■ **Exercise prompt**:
Print each entry again exactly as written, and keep the pictures out.
START Data under study
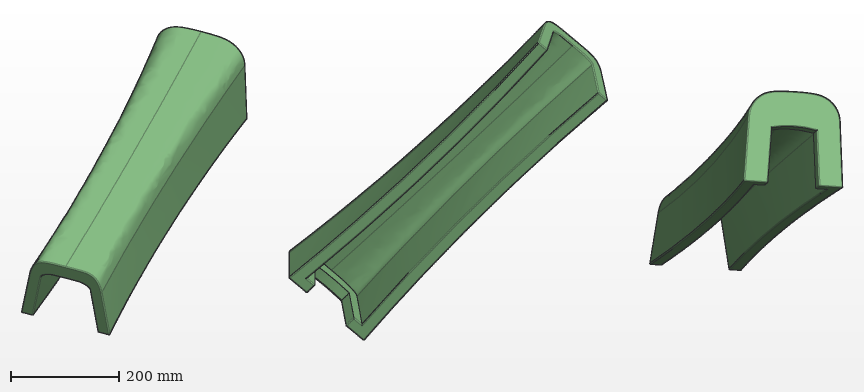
import cadquery as cq

LENGTH = 678.5
REAR_LEAN = 10.0
REAR_HEIGHT = 174.5
LEAN_SLOPE = REAR_LEAN / REAR_HEIGHT
REAR_SECTION_Y = LENGTH + REAR_LEAN

FRONT = (88.0, 72.0, 98.5, 61.0, 126.0, 138.5)
WAIST = (79.0, 68.5, 104.5, 60.0, 134.5, 147.0)
REAR = (97.0, 89.5, 124.0, 72.5, 159.5, 176.0)

BASE_WALL = 24.0
SHOULDER_WALL = 23.0
SHOULDER_DROP = 1.5
CORNER_WALL = 18.0
CORNER_DROP = 22.0
CROWN_WALL = 28.5
WALL = (BASE_WALL, SHOULDER_WALL, SHOULDER_DROP, CORNER_WALL, CORNER_DROP, CROWN_WALL)

LIP_THICKNESS = 22.5
OPENING_BASE = 49.0
OPENING_SHOULDER = 43.0
OPENING_SIDE_HEIGHT = 104.0
OPENING_CROWN = 108.5

EDGE_ROUND = 2.0
MARGIN = 68.0


def arch_wire(y, section):
    """Closed arch outline, symmetric about X = 0, in the plane at y."""
    base, shoulder, shoulder_z, corner, corner_z, crown_z = section
    right_base = cq.Vector(base, y, 0)
    right_shoulder = cq.Vector(shoulder, y, shoulder_z)
    crown = cq.Vector(0, y, crown_z)
    left_shoulder = cq.Vector(-shoulder, y, shoulder_z)
    left_base = cq.Vector(-base, y, 0)
    level = cq.Vector(-1, 0, 0)
    right_arch = cq.Edge.makeSpline(
        [right_shoulder, cq.Vector(corner, y, corner_z), crown],
        tangents=[(right_shoulder - right_base).normalized(), level],
    )
    left_arch = cq.Edge.makeSpline(
        [crown, cq.Vector(-corner, y, corner_z), left_shoulder],
        tangents=[level, (left_base - left_shoulder).normalized()],
    )
    return cq.Wire.assembleEdges([
        cq.Edge.makeLine(left_base, right_base),
        cq.Edge.makeLine(right_base, right_shoulder),
        right_arch,
        left_arch,
        cq.Edge.makeLine(left_shoulder, left_base),
    ])


def inset(section):
    """Cavity section lying one wall thickness inside an outer section."""
    return tuple(size - wall for size, wall in zip(section, WALL))


def loft_arches(front, waist, rear):
    """Smooth body through the three sections, from the front to past the rear."""
    wires = [
        arch_wire(0, front),
        arch_wire(LENGTH / 2, waist),
        arch_wire(REAR_SECTION_Y, rear),
    ]
    return cq.Workplane(obj=cq.Solid.makeLoft(wires))


def space_behind(crown_y):
    """Everything behind a leaning plane that reaches crown_y at crown height."""
    far_y = LENGTH + MARGIN
    profile = [
        (crown_y - REAR_LEAN - LEAN_SLOPE * MARGIN, -MARGIN),
        (far_y, -MARGIN),
        (far_y, REAR_HEIGHT + MARGIN),
        (crown_y + LEAN_SLOPE * MARGIN, REAR_HEIGHT + MARGIN),
    ]
    half_width = REAR[0] + MARGIN
    return cq.Workplane("YZ").polyline(profile).close().extrude(half_width, both=True)


def lip_opening():
    """Straight arched passage through the rear lip."""
    start_y = LENGTH - REAR_LEAN - LIP_THICKNESS - MARGIN
    return (
        cq.Workplane("XZ", origin=(0, start_y, 0))
        .moveTo(-OPENING_BASE, 0)
        .lineTo(OPENING_BASE, 0)
        .lineTo(OPENING_SHOULDER, OPENING_SIDE_HEIGHT)
        .threePointArc((0, OPENING_CROWN), (-OPENING_SHOULDER, OPENING_SIDE_HEIGHT))
        .close()
        .extrude(start_y - LENGTH - MARGIN)
    )


rear_crown_y = LENGTH + LEAN_SLOPE * EDGE_ROUND
outer = loft_arches(FRONT, WAIST, REAR).cut(space_behind(rear_crown_y))
cavity = loft_arches(inset(FRONT), inset(WAIST), inset(REAR))
cavity = cavity.cut(space_behind(rear_crown_y - LIP_THICKNESS))
channel = outer.cut(cavity).cut(lip_opening())

result = channel.faces("<Y or <Z or >Y").edges().fillet(EDGE_ROUND)
END Data under study
■ **Answer space**:
import cadquery as cq

LENGTH = 678.5
REAR_LEAN = 10.0
REAR_HEIGHT = 174.5
LEAN_SLOPE = REAR_LEAN / REAR_HEIGHT
REAR_SECTION_Y = LENGTH + REAR_LEAN

FRONT = (88.0, 72.0, 98.5, 61.0, 126.0, 138.5)
WAIST = (79.0, 68.5, 104.5, 60.0, 134.5, 147.0)
REAR = (97.0, 89.5, 124.0, 72.5, 159.5, 176.0)

BASE_WALL = 24.0
SHOULDER_WALL = 23.0
SHOULDER_DROP = 1.5
CORNER_WALL = 18.0
CORNER_DROP = 22.0
CROWN_WALL = 28.5
WALL = (BASE_WALL, SHOULDER_WALL, SHOULDER_DROP, CORNER_WALL, CORNER_DROP, CROWN_WALL)

LIP_THICKNESS = 22.5
OPENING_BASE = 49.0
OPENING_SHOULDER = 43.0
OPENING_SIDE_HEIGHT = 104.0
OPENING_CROWN = 108.5

EDGE_ROUND = 2.0
MARGIN = 68.0


def arch_wire(y, section):
    """Closed arch outline, symmetric about X = 0, in the plane at y."""
    base, shoulder, shoulder_z, corner, corner_z, crown_z = section
    right_base = cq.Vector(base, y, 0)
    right_shoulder = cq.Vector(shoulder, y, shoulder_z)
    crown = cq.Vector(0, y, crown_z)
    left_shoulder = cq.Vector(-shoulder, y, shoulder_z)
    left_base = cq.Vector(-base, y, 0)
    level = cq.Vector(-1, 0, 0)
    right_arch = cq.Edge.makeSpline(
        [right_shoulder, cq.Vector(corner, y, corner_z), crown],
        tangents=[(right_shoulder - right_base).normalized(), level],
    )
    left_arch = cq.Edge.makeSpline(
        [crown, cq.Vector(-corner, y, corner_z), left_shoulder],
        tangents=[level, (left_base - left_shoulder).normalized()],
    )
    return cq.Wire.assembleEdges([
        cq.Edge.makeLine(left_base, right_base),
        cq.Edge.makeLine(right_base, right_shoulder),
        right_arch,
        left_arch,
        cq.Edge.makeLine(left_shoulder, left_base),
    ])


def inset(section):
    """Cavity section lying one wall thickness inside an outer section."""
    return tuple(size - wall for size, wall in zip(section, WALL))


def loft_arches(front, waist, rear):
    """Smooth body through the three sections, from the front to past the rear."""
    wires = [
        arch_wire(0, front),
        arch_wire(LENGTH / 2, waist),
        arch_wire(REAR_SECTION_Y, rear),
    ]
    return cq.Workplane(obj=cq.Solid.makeLoft(wires))


def space_behind(crown_y):
    """Everything behind a leaning plane that reaches crown_y at crown height."""
    far_y = LENGTH + MARGIN
    profile = [
        (crown_y - REAR_LEAN - LEAN_SLOPE * MARGIN, -MARGIN),
        (far_y, -MARGIN),
        (far_y, REAR_HEIGHT + MARGIN),
        (crown_y + LEAN_SLOPE * MARGIN, REAR_HEIGHT + MARGIN),
    ]
    half_width = REAR[0] + MARGIN
    return cq.Workplane("YZ").polyline(profile).close().extrude(half_width, both=True)


def lip_opening():
    """Straight arched passage through the rear lip."""
    start_y = LENGTH - REAR_LEAN - LIP_THICKNESS - MARGIN
    return (
        cq.Workplane("XZ", origin=(0, start_y, 0))
        .moveTo(-OPENING_BASE, 0)
        .lineTo(OPENING_BASE, 0)
        .lineTo(OPENING_SHOULDER, OPENING_SIDE_HEIGHT)
        .threePointArc((0, OPENING_CROWN), (-OPENING_SHOULDER, OPENING_SIDE_HEIGHT))
        .close()
        .extrude(start_y - LENGTH - MARGIN)
    )


rear_crown_y = LENGTH + LEAN_SLOPE * EDGE_ROUND
outer = loft_arches(FRONT, WAIST, REAR).cut(space_behind(rear_crown_y))
cavity = loft_arches(inset(FRONT), inset(WAIST), inset(REAR))
cavity = cavity.cut(space_behind(rear_crown_y - LIP_THICKNESS))
channel = outer.cut(cavity).cut(lip_opening())

result = channel.faces("<Y or <Z or >Y").edges().fillet(EDGE_ROUND)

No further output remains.